I've even tried repeating is as I click the "Order Now" button....

Thanks anyway!


----------



## BlueQuill (Jun 4, 2009)

Oh SO beautiful! I have the red gingko for my K2 and had promised myself not another red cover... but those roses in red are really calling to me! What do you think--the roses in red or in blue


----------



## BlueQuill (Jun 4, 2009)

OK, this is scary. Yes, I have the red gingko and am thinking about the red roses. Before that, I was thinking about the red river garden (that's yours, right)... But I'm trying to tell myself that if I succumb to a second Oberon, it should at least be in a different color. So what do you think of the blue roses? Maybe not the same as the red, huh?


----------



## OhSoAppy (Nov 28, 2009)

What a beautiful cover!!! 

I must admit, I love their 'horse' designs they have for the Journal. I wish they would offer that for the Kindle 2 covers!


----------



## cheeki (Nov 29, 2008)

Oh my.......
I have the tree of life cover for my kindle.....
and I bought the rose purse because I loved the design....
So, now..... the inner debate begins..... want? need?..


----------



## anivyl (Nov 12, 2009)

Man, I just ordered my first roof of heaven, and then 2 days later (right after I got the email that it's shipped too!) I saw the roses cover. I cannot afford to splurge more, at least for the next 6 months but dear god... I want that cover hahahaha


----------



## ddavino (Nov 5, 2009)

ellesu said:


> Okay. Oberon must STOP this! ....I can't order anything else until next year. I can't order anything else until next year. I can't order anything....
> 
> That cover is beautiful!


I agree. I'm already backed up for the next two birthdays... That new cover is beautiful. Oberon always comes up with winners. Every cover is worth every cent.


----------



## mindreader (Oct 8, 2009)

I noticed a little metal pull tab (or something) attached to the elastic when I scroll over the picture of the blue cover.  Anyone know what that is?
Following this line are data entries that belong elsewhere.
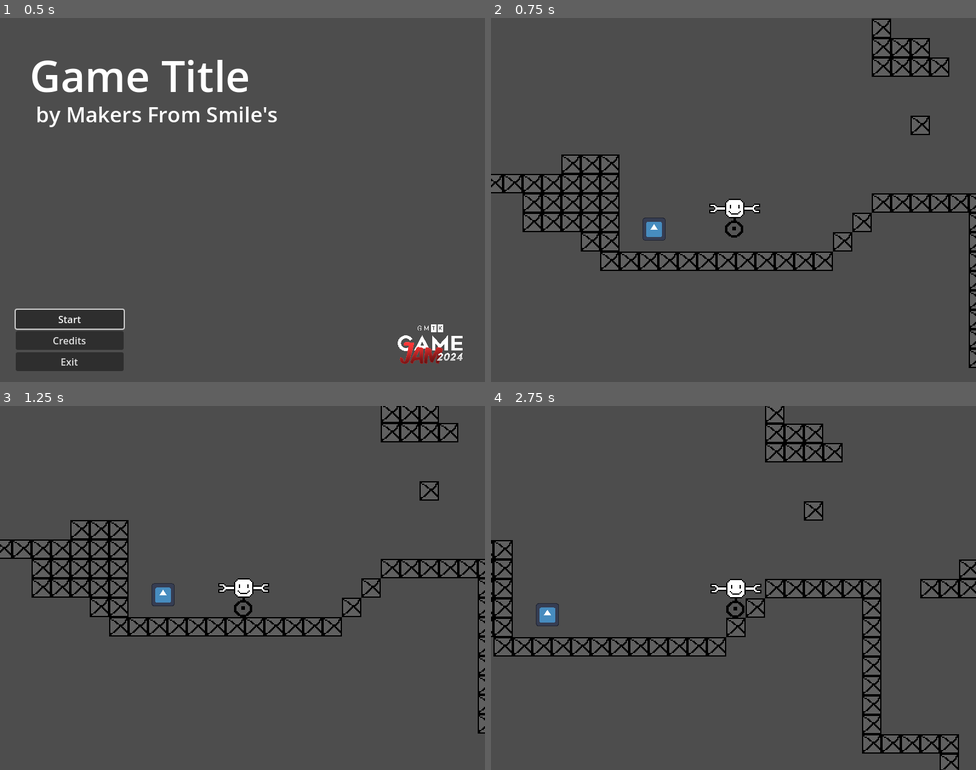
Above: before the commit, frames 1-4 (two rows, left to right).
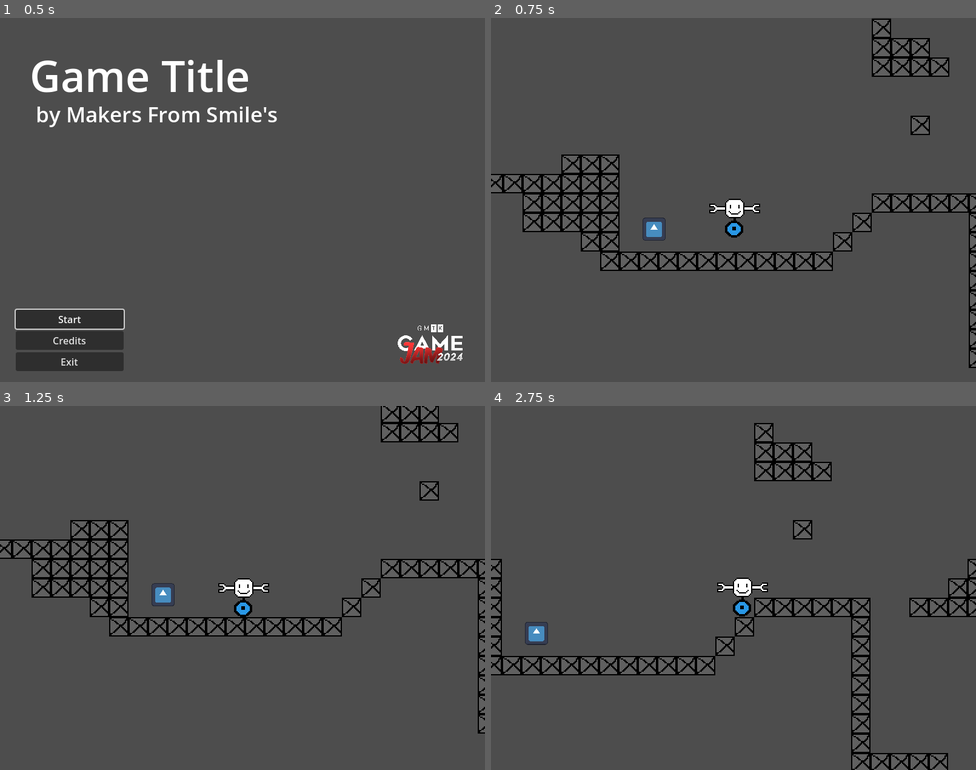
Above: after the commit, the same moments.

Repository: makersfromsmiles/gmtk2024
Game: Godot game, scene res://Scenes/MainMenu.tscn
Same seed, same stepped clock (60 frames per second), same inputs: the game is played once before the commit and once after it. The engine's default icon, where the game draws it, is replaced by a stand-in: a white triangle on a blue panel in a dark square.
Inputs (mouse positions are in pixels of both pictures, inside the frame that each line leads up to):
- Up to frame 1 (0.5 s): no input
- Up to frame 2 (0.75 s): click "Start" at 0.5 s
- Up to frame 3 (1.25 s): no input
- Up to frame 4 (2.75 s): tap Enter (ui_accept) at 1.25, 1.52, 1.55, 1.82, 2.1, 2.27, 2.57 s; move the mouse to (840, 569) at 1.27 s; hold E (interact) 1.28-2.03 s; hold Right (ui_right) from 1.28 s (still down); move the mouse to (636, 606) at 2.02 s; tap E (interact) at 2.3 s

Frame 1 is identical in both runs. In frame 2, less than 0.1% of the frame differs, in the area x 48-52%, y 56-60%; in frame 3, less than 0.1%; in frame 4, 8.2%, in the area x 0-100%, y 0-100%.

Commit message:
Jumping Legs base form

Diff:
--- /dev/null
+++ b/Objects/LegParts/jump_legs.tscn
@@ -0,0 +1,18 @@
+[gd_scene load_steps=4 format=3 uid="uid://c7xtt1m52l5lt"]
+
+[ext_resource type="Texture2D" uid="uid://csutv6pxk2u1s" path="res://Assets/sprites/Placeholders/Legs/ph_legs_blue.png" id="1_5kwqb"]
+[ext_resource type="Script" path="res://Scripts/jump_legs.gd" id="1_44nyp"]
+
+[sub_resource type="RectangleShape2D" id="RectangleShape2D_3p6ud"]
+size = Vector2(16, 16)
+
+[node name="JumpLegs" type="Area2D"]
+script = ExtResource("1_44nyp")
+
+[node name="PhLegsBlue" type="Sprite2D" parent="."]
+position = Vector2(0, 8)
+texture = ExtResource("1_5kwqb")
+
+[node name="CollisionShape2D" type="CollisionShape2D" parent="."]
+position = Vector2(0, 8)
+shape = SubResource("RectangleShape2D_3p6ud")
--- a/Objects/robot.tscn
+++ b/Objects/robot.tscn
@@ -4,7 +4,7 @@
 [ext_resource type="PackedScene" uid="uid://cjpw2w0irieji" path="res://Objects/attachment_point.tscn" id="1_oype8"]
 [ext_resource type="PackedScene" uid="uid://bcrd16k3fyxxh" path="res://Objects/robot_head.tscn" id="3_j0gc6"]
 [ext_resource type="PackedScene" uid="uid://dnomcotxkxl27" path="res://Objects/Arm Parts/arm_empty.tscn" id="4_02dj5"]
-[ext_resource type="PackedScene" uid="uid://q1avy6hab1u3" path="res://Objects/LegParts/legs_wheel.tscn" id="5_2biy8"]
+[ext_resource type="PackedScene" uid="uid://c7xtt1m52l5lt" path="res://Objects/LegParts/jump_legs.tscn" id="5_qa53u"]
 
 [node name="Robot" type="CharacterBody2D"]
 script = ExtResource("1_oapj2")
@@ -29,4 +29,4 @@
 [node name="LegPoint" parent="." instance=ExtResource("1_oype8")]
 position = Vector2(0, 8)
 
-[node name="LegsWheel" parent="LegPoint" instance=ExtResource("5_2biy8")]
+[node name="JumpLegs" parent="LegPoint" instance=ExtResource("5_qa53u")]
--- a/Scenes/robot_game.tscn
+++ b/Scenes/robot_game.tscn
@@ -116,6 +116,7 @@
 position = Vector2(578, 319)
 
 [node name="Robot" parent="." instance=ExtResource("1_w8g7q")]
+unique_name_in_owner = true
 position = Vector2(-1, 0)
 collision_layer = 2
 
--- /dev/null
+++ b/Scripts/jump_legs.gd
@@ -0,0 +1,6 @@
+extends AttachablePart
+@onready var robot: CharacterBody2D = $"../.."
+
+func activate():
+	if Input.is_action_just_pressed("ui_accept") and robot.is_on_floor() and robot.can_control:
+		robot.velocity.y = robot.JUMP_VELOCITY
--- a/Scripts/robot.gd
+++ b/Scripts/robot.gd
@@ -30,8 +30,6 @@
 	if Input.is_action_just_pressed("ui_accept") and _can_climb():
 		velocity.y = CLIMB_VELOCITY
 		mid_jump = true
-	if Input.is_action_just_pressed("ui_accept") and is_on_floor() and can_control:
-		velocity.y = JUMP_VELOCITY
 
 	# Get the input direction and handle the movement/deceleration.
 	if can_control:

I know many people attach the companion charm to their covers as a way to lift the elastic bands.  (I wear mine with a necklace.  )  Wonder if these new designs come with the pull tab already attached...


----------



## ladyknight33 (Feb 2, 2009)

Oh my! The Red Rose is simply gorgeous.  I have to add it to my birthday wishlist.


----------



## PaulGuy (Jul 9, 2009)

I'll have to show that one to wifey.


----------



## Pushka (Oct 30, 2009)

This is interesting - I love the red gingko, but this rose one just doesnt appeal to me.  Just as well, I already have several on the wish list and I didnt need to add another one!


----------



## F1Wild (Jun 15, 2009)

A beautiful new addition to the Oberon family!  I looked at the rose handbag...and I still have my fingers crossed that my hubby got one of the handbags for my Christmas gift (his design choice).  I loved the Red Ginkgo cover, but eneded up with the River Garden and am so happy.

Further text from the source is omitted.